### Task instructions
In the entries below, locate the line with "The first picture", then give again that line and all lines after it, exactly, with pictures omitted.

(Saved entries)
◇ ◇ ◇ ◇ ◇ ◇ ◇

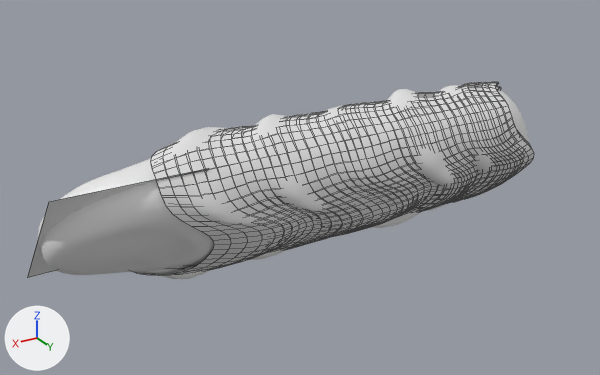
A saved change to the Blender file 2.8/Welder/weld.blend.
One viewpoint serves both versions: a camera (50 mm lens) standing at (0.0563, 0.0762, 0.0369) and looking at (0.0122, 0.0027, 0.0002). Every picture has the same lights, and +X, +Y and +Z are marked at lower left. Mesh edges are drawn as thin lines on the coarser meshes.

The first picture shows 'Weld_1', 'Weld_3', 'Weld_4', 'Weld_5', 'Weld_plain'.
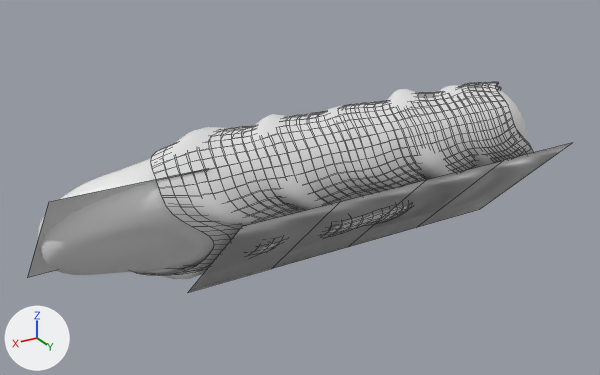
Location of each change, (x1, y1, x2, y2) in pixels of the pictures (600 x 375 px):
'Weld_5_decal', added: after (189, 143, 572, 292)

The change in detail:
Picture 'Weld_5_normal' (img_weld_5_normal) is new.
Material 'Weld_5_decal' (mat_weld_5_decal) is new.
Uses the picture img_weld_5_normal.
Mesh me_weld_5_decal is new.
It has 10 vertices, 4 faces and spans x -0.0594..-0.0161, y -0.0027..0.0116, z -0.0027..0.0116.
It uses material mat_weld_5_decal.
Object 'Weld_5_decal' (ob_weld_5_decal) is new; it shows me_weld_5_decal.
Its location is (0.04135, 0.00255, 0.0007).
Its rotation in degrees is (-90, 0, 0).

◇ ◇ ◇ ◇ ◇ ◇ ◇

### Response
The first picture shows 'Weld_1', 'Weld_3', 'Weld_4', 'Weld_5', 'Weld_plain'.
Location of each change, (x1, y1, x2, y2) in pixels of the pictures (600 x 375 px):
'Weld_5_decal', added: after (189, 143, 572, 292)

The change in detail:
Picture 'Weld_5_normal' (img_weld_5_normal) is new.
Material 'Weld_5_decal' (mat_weld_5_decal) is new.
Uses the picture img_weld_5_normal.
Mesh me_weld_5_decal is new.
It has 10 vertices, 4 faces and spans x -0.0594..-0.0161, y -0.0027..0.0116, z -0.0027..0.0116.
It uses material mat_weld_5_decal.
Object 'Weld_5_decal' (ob_weld_5_decal) is new; it shows me_weld_5_decal.
Its location is (0.04135, 0.00255, 0.0007).
Its rotation in degrees is (-90, 0, 0).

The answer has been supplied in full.